Fabricating stories and a writer’s value
Next door, a colleague is singing the praises of some writer’s handbook, so full of wisdom:
- “Your characters must experience a crisis in the first 10 pages of act 1!”
- “Use a specific object repeatedly in the story!”
- “The audience will lose interest if you don’t [whatever]”
This is when my headphones go on. I’m sure these formulas work, but to what end? They’re so inorganic — like blueprints for a commercial product.
Maybe some find these patterns useful, but I can’t approach a story like an Ikea bookshelf: “Here it looks like I need to connect sad event A with unexpected challenge A to produce audience empathy 1.”
Editors and education are critical, and I understand that preparing a manuscript for a mass audience requires a respect for that audience — this is different.
All this pervasive writing advice speaks to something else. It says, “Your goal in writing is to please others, and the procedure we’re selling is more valuable than what’s inside you.” It seems like such a cynical place to start creating anything. To me it sounds like dieting advice. I say either exercise, or don’t; Write, or don’t; Everything else is procrastination.

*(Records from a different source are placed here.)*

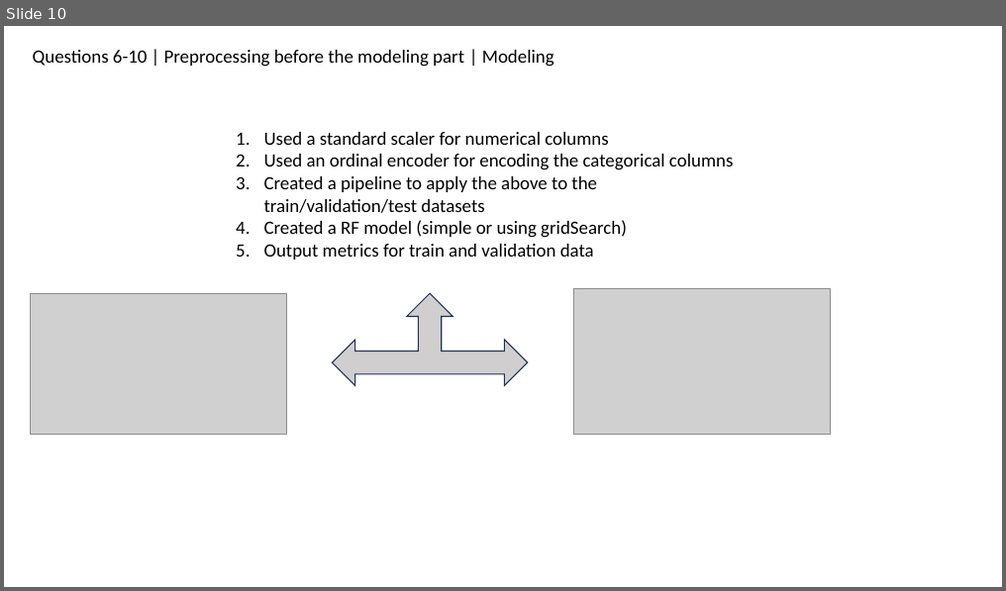
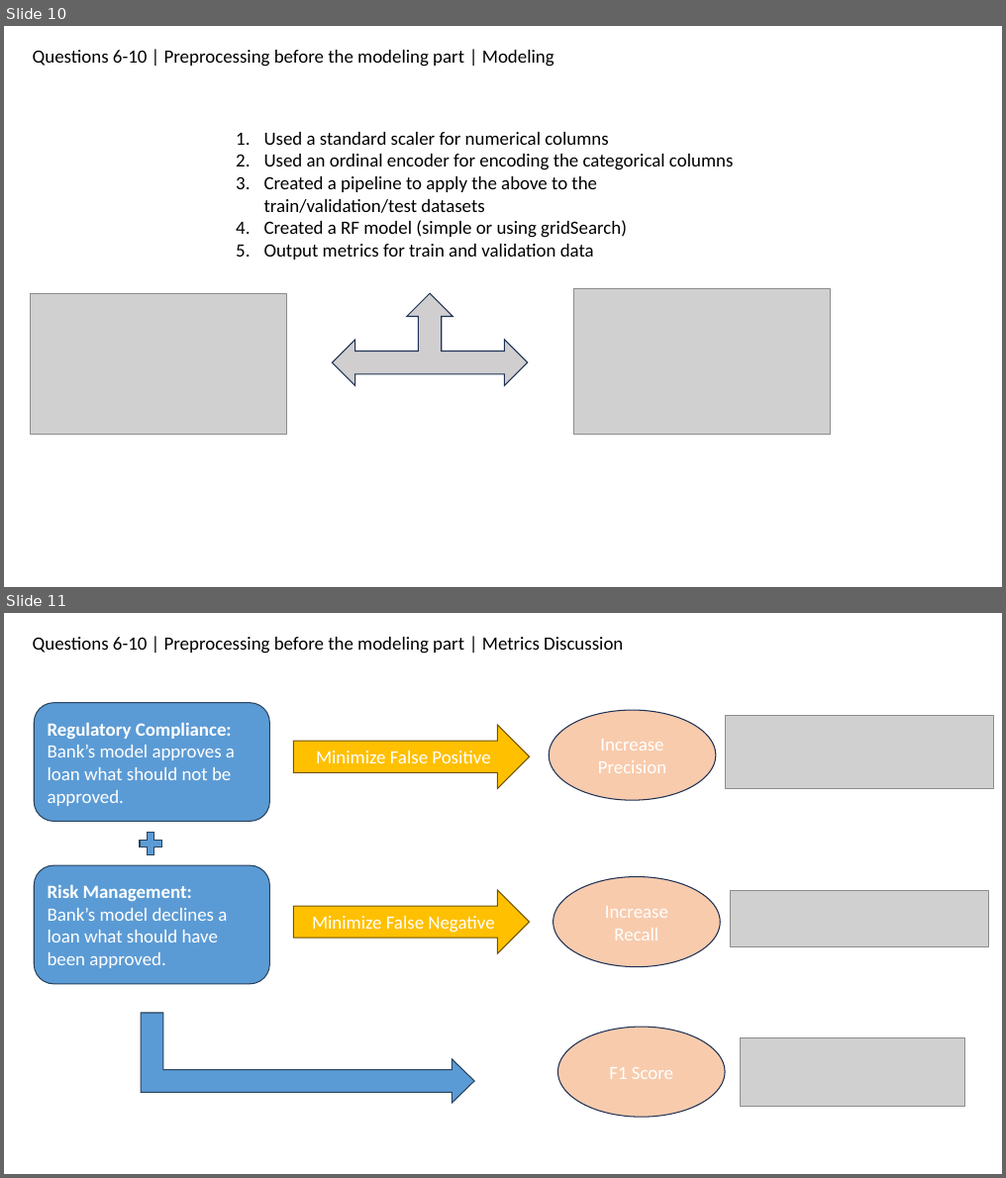
Before and after one commit to ownedbyphysics/ferProject, a slide deck: GeorgopoulosSpyros_FerreroPresentation.pptx. Shown one above the other, each under a label of ours: slide 10 before the commit, slides 10 and 11 after it. The pictures are 1006x591 and 1006x1178 pixels, drawn with LibreOffice and Linux fonts; fonts in the diff are those of the drawing; grey boxes stand for pictures. Boxes give left, top, right and bottom in pixels: in the first picture for what was removed or moved away, otherwise in the second. Text is boxed around its words. In the diff, an @@ line names an element or a change of style, - is before the commit and + after.

```diff
--- a/GeorgopoulosSpyros_FerreroPresentation.pptx
+++ b/GeorgopoulosSpyros_FerreroPresentation.pptx
@@ slide 11 added at [4,613,1002,1174], background #FFFFFF @@
@@ text added at [33,637,623,654], 18 pt, text #000000 @@
+Questions 6-10 | Preprocessing before the modeling part | Metrics Discussion
@@ rounded rectangle added at [34,703,269,821], fill #5B9BD5, outline #28445D 1 pt, 18 pt, text #FFFFFF @@
+Regulatory Compliance:
+Bank’s model approves a loan what should not be approved.
@@ right arrow added at [294,725,530,789], fill #FFC000, outline #705400 1 pt, 18 pt, text #FFFFFF @@
+Minimize False Positive
@@ ellipse added at [549,710,716,801], fill #F8CBAD, outline #1E3256 1 pt, 18 pt, text #FFFFFF @@
+Increase Precision
@@ picture added at [725,716,994,789] @@
@@ plus sign added at [136,828,166,860], fill #5B9BD5, outline #28445D 1 pt @@
@@ rounded rectangle added at [34,866,269,984], fill #5B9BD5, outline #28445D 1 pt, 18 pt, text #FFFFFF @@
+Risk Management:
+Bank’s model declines a loan what should have been approved.
@@ ellipse added at [553,877,721,967], fill #F8CBAD, outline #1E3256 1 pt, 18 pt, text #FFFFFF @@
+Increase Recall
@@ right arrow added at [294,890,530,954], fill #FFC000, outline #705400 1 pt, 18 pt, text #FFFFFF @@
+Minimize False Negative
@@ picture added at [731,890,988,948] @@
@@ bent up arrow added at [141,1013,474,1104], fill #5B9BD5, outline #28445D 1 pt @@
@@ ellipse added at [558,1027,725,1118], fill #F8CBAD, outline #1E3256 1 pt, 18 pt, text #FFFFFF @@
+F1 Score
@@ picture added at [741,1039,965,1106] @@
```
Also in this commit, not shown: 8 slides changed, 1 slide removed, 3 other files.

This is why I’ve never considered writing workshops or conferences — because in their session descriptions I hear echoes of the sure-fire formulas and motivation rituals that advertisers sell to aspiring authors with the promise of making them real (published). I object, both to these systems and to the insecurity they create by implying that writing does not make one a writer.
Of course, I’ve never been to a workshop, so this is my projection. I know that I unfairly judge the kind people who really care about writing and other writers, by associating them with the detestable moat of schemes that inevitably surrounds their gatherings.
But this feeling extends at least to some communities I’ve seen online. Across so many blogs and forums, there is an entire writers culture out there that feels alien to me, and for all its aching for legitimacy and validation (“I write because I HAVE TO! Because I’ll positively die if I don’t!”) I just can’t stand it. There is writing, editing, reading, and then the publication chase, and the more I see, the more I’m convinced that a lust for the latter can be distracting and poisonous.